We lost Ate Elaine when she was thirteen years old. She was a blue baby. The doctors said she had a tiny, needle-prick-sized hole in the valve of her heart. Our parents told us later on, in stories during her wake, that the doctor gave her nine years to live. At that time, the medical procedure for the congenital heart condition gave the patient only a 50% chance of survival, at best. My parents did not want her to suffer through the open heart surgery with very little assurance of success. (Nowadays, my siblings tell me that the present technology allows the patient, easily, to live a long and normal life, post- surgery; it came twenty years late).
Ate Elaine’s favorite song, a number she had heard many times in church, was “I believe”, or “I believe… for every drop… of rain that falls…”. For those who are not familiar with the song, it is embedded here; a youtube video also follows the soundcloud pod; click the pod to stop the autoplay)
When she sang it, she put her palms together in a perfect prayer pose and gazed steadily at the space in front of her, she did not move her head or eyes during the rendition, and slowly sang all the lyrics from memory; and then burst into a big smile after the applause around her. She would sing it at the drop of a hat, anytime, anywhere, standing on our wooden tablả floor in the house, or on a stage in front of an audience.

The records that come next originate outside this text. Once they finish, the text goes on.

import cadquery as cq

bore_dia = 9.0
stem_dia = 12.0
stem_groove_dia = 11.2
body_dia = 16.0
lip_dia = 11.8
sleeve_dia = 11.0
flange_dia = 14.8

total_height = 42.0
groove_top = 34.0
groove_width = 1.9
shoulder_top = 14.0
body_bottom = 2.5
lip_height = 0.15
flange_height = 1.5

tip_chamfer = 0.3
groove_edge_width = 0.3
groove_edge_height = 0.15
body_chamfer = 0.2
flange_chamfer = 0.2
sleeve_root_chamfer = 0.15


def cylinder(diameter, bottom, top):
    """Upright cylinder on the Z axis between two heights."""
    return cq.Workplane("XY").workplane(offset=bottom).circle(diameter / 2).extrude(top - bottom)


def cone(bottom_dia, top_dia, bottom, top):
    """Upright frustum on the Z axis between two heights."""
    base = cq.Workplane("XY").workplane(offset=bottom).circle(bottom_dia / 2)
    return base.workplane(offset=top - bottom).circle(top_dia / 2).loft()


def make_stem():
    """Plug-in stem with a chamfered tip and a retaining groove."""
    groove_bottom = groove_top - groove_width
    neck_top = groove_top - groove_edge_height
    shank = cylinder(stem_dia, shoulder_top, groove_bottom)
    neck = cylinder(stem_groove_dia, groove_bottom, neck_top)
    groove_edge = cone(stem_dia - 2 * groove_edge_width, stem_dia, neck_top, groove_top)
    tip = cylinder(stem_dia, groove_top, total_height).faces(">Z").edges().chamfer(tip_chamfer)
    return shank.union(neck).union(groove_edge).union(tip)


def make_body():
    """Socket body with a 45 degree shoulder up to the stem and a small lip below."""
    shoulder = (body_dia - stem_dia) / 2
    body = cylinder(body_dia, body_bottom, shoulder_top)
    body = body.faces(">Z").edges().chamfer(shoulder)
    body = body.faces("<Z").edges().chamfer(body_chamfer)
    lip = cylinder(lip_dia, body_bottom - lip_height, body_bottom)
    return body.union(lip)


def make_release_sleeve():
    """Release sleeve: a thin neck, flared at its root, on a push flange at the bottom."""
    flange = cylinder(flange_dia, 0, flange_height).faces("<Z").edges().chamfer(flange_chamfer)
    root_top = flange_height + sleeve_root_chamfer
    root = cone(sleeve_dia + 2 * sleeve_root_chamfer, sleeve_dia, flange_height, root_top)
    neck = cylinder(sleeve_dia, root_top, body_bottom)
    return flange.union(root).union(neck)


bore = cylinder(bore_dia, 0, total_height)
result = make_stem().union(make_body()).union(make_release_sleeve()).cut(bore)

Ate Elaine, my parents often told us, was the only one who rushed out the door to meet them everytime they got home from work or the market, and would shout “Mommy, mommy” “Daddy, daddy”, and gave hugs for a bar of Hershey’s, or Serg’s or Goya chocolate. She was the easiest to laugh and to please; the gentlest, and the least quarrelsome of the siblings. The only time she “scolded” me was when I fended off children who were milling around her.
She wasn’t allowed to run or to play in the streets without supervision because of her heart condition, but this did not stop her from joining a modified version of Chinese garter, pikὁ (“step-no”), and hide-and-seek, always within a two-block radius of my parents eyesight.
When i was four, and Teng was three, Kuya Junior and I headed our contingent of four children (Myra was a baby) and we broke out of the house, into the streets to play and throw rocks at the carabaos that were regularly brought to pasture in the lot in front of the house. We were expressly prohibited from doing this, we were required to sleep in the afternoons to grow tall. Our parents bolted the door and Mommy slept on a mat at the foot of the bed so we could not get out of the bed without stepping on her. We simply tiptoed quietly, got down the stairs, and stood on a small chair to reach the bolt of the door. We brought Ate Elaine, who was seven, with us. Like a band of prisoners, we were not going to leave her behind.
After hurling rocks at the carabaos, we ran out into the streets to see where they would go. In a minute, I looked behind us and saw the neighbor’s big dog, Judy, she was running toward us ferociously, and we shouted “si Judy, nauulol na” (“Judy had gone mad”), and Kuya Junior shouted, “may rabies yan” (“she has rabies”). We raced up the road, ran for our lives, and dragged Ate Elaine, then made a turn in the vacant lot full of talahib grass, where the carabaos had grazed, we dragged Teng so hard that he tripped on the talahib and had scrapes and abrasions, but we had to get out of there and reach home.
Mommy was furious. Ate Elaine’s skin color had turned violet. That was the only time I had seen her that angry –- the first and the last. She took a blanket , twirled it into a rope, wound it around us to squeeze us, and made us promise not to do this again. It wasn’t physically painful but we cried so hard because she was very angry. When I became an adult and reviewed this in my head, I realized she was probably… both angry and frightened because something untoward could have happened to Ate Elaine then.
But Ate Elaine never squealed on us, or blamed us, she never fought back, she won over.
We moved into a bungalow five years later, and it was three blocks from the church. That night, she and cousin Manang Linda were playing sungka. Ate Elaine could play anyone a mean game of sungka. Manang Linda was watching TV simultaneously, so, when she was not looking, Ate Elaine would scoop up all the shells and pebbles of all the houses and put them in her house (of course, Manang Linda knew and just laughed and let her); that night, she won all the rounds and her house was full.
The next morning, Manang Linda, Manang Nenette, Myra, and I went to early Sunday mass. Myra and I offered flowers at the foot of the statue of the blue Virgin Mary in front and at that moment i had two seconds of sudden throbbing in the heart. When we got home, Mommy was rushing out with tears streaming on her face, and said Ate Elaine had died. She was already in the hospital, Mommy came back to get documents and Ate Elaine’s Sunday frocks, she died from a blood clot that usually resulted from an irregular heart beat caused by her heart condition. Auntie Francing later in the day went to the stores and got her a white satin and lace dress for the wake and funeral.
Ate Elaine was the eldest.
My parents eloped because Mommy said her relatives wanted to marry her off with a provincemate, so she and my father eloped and they settled here in Manila. And so… you could say that Ate Elaine paved the way for the rest of us siblings. All along, we thought she needed protection but from the very beginning, even before birth, she had laid the bricks for the road we would take later on.